There are two ways to detect an alarm event: by reading the AF flag or monitoring the INT pin. The AF flag in the flags register at 0x7FF0 indicates that a date or time match has occurred. The AF bit is set to “1” when a match occurs. Reading the flags or control register clears the alarm flag bit (and all others). A hardware interrupt pin may also be used to detect an alarm event.

Note CY14B256K requires the alarm match bit for seconds (0x7FF2 - D7) to be set to ‘0’ for proper operation of Alarm Flag and Interrupt.

Alarm registers are not nonvolatile and, therefore, need to be reinitialized by software on power up. To set, clear or enable an alarm, set the ‘W’ bit (in Flags Register - 0x7FF0) to ‘1’ to enable writes to Alarm Registers. After writing the alarm value, clear the ‘W’ bit back to “0” for the changes to take effect.

Watchdog Timer

The Watchdog Timer is a free running down counter that uses the 32 Hz clock (31.25 ms) derived from the crystal oscillator. The oscillator must be running for the watchdog to function. It begins counting down from the value loaded in the Watchdog Timer register.

The timer consists of a loadable register and a free running counter. On power up, the watchdog time out value in register 0x7FF7 is loaded into the Counter Load register. Counting begins on power up and restarts from the loadable value any time the Watchdog Strobe (WDS) bit is set to ‘1’. The counter is compared to the terminal value of ‘0’. If the counter reaches this value, it causes an internal flag and an optional interrupt output. You can prevent the time out interrupt by setting WDS bit to ‘1’ prior to the counter reaching ‘0’. This causes the counter to reload with the watchdog time out value and to be restarted. As long as the user sets the WDS bit prior to the counter reaching the terminal value, the interrupt and WDF flag never occur.

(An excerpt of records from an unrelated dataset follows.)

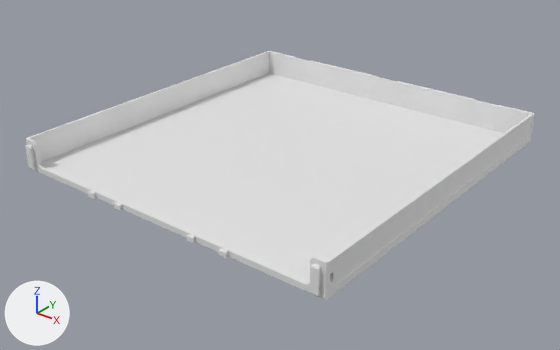
Before and after pictures for a commit that changed the glTF model parts/270/DecorDrawer_270-3W-05H.lib.glb.
Before and after are seen from a camera (50 mm lens) standing at (312.0, -400.0, 229.0) and looking at (2.0, -12.0, -11.0). Arrows for +X, +Y and +Z are at lower left; the lights stay in place. The picture after the commit comes second. Where no turn or scale is listed for an object, it has been applied to the vertices. Vertices at exactly the same position are counted once.

The older version as bpy lines, for what is in view:
```python
me_decordrawer_270_3w_05h = bpy.data.meshes.new('DecorDrawer_270-3W-05H')
me_decordrawer_270_3w_05h.from_pydata(...)  # 576 vertices, 1156 faces; spans x -126.0..126.0, y -132.0..132.0, z -11.0..11.0
ob_decordrawer_270_3w_05h = bpy.data.objects.new('DecorDrawer_270-3W-05H', me_decordrawer_270_3w_05h)
ob_decordrawer_270_3w_05h.location = (0.0, 0.0, 11.0)
```
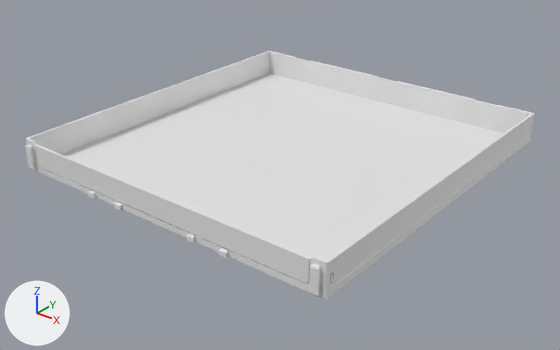
The edits, one by one:
me_decordrawer_270_3w_05h is used by ob_decordrawer_270_3w_05h; location (0.0, 0.0, 11.0).
me_decordrawer_270_3w_05h had 576 vertices, 1156 faces and spanned x -126.0..126.0, y -132.0..132.0, z -11.0..11.0.
me_decordrawer_270_3w_05h now has 796 vertices, 1608 faces and spans x -126.0..126.0, y -132.0..132.0, z -11.0..11.0.
me_decordrawer_270_3w_05h part 1: 172 vertices added at x -115.0..115.0, y -130.0..-128.0, z -7.0..9.0.
Other edits to the shape of me_decordrawer_270_3w_05h do not show in these pictures.

Boxes [x1, y1, x2, y2] around the edits, measured in the pictures (560 x 350 px):
part 1 of me_decordrawer_270_3w_05h, added: after [35, 144, 312, 285]

New time out values are written by setting the watchdog write bit to ‘0’. When the WDW is ‘0’, new writes to the watchdog time out value bits D5-D0 are enabled to modify the time out value. When WDW is ‘1’, writes to bits D5-D0 are ignored. The WDW function enables a user to set the WDS bit without concern that the watchdog timer value is modified. A logical diagram of the watchdog timer is shown in Figure 4. Note that setting the watchdog time out value to ‘0’ disables the watchdog function.

The output of the watchdog timer is the flag bit WDF that is set if the watchdog is allowed to time out. The flag is set upon a watchdog time out and cleared when the user reads the Flags or Control registers. If the watchdog time out occurs, the user also enables an optional interrupt source to drive the INT pin.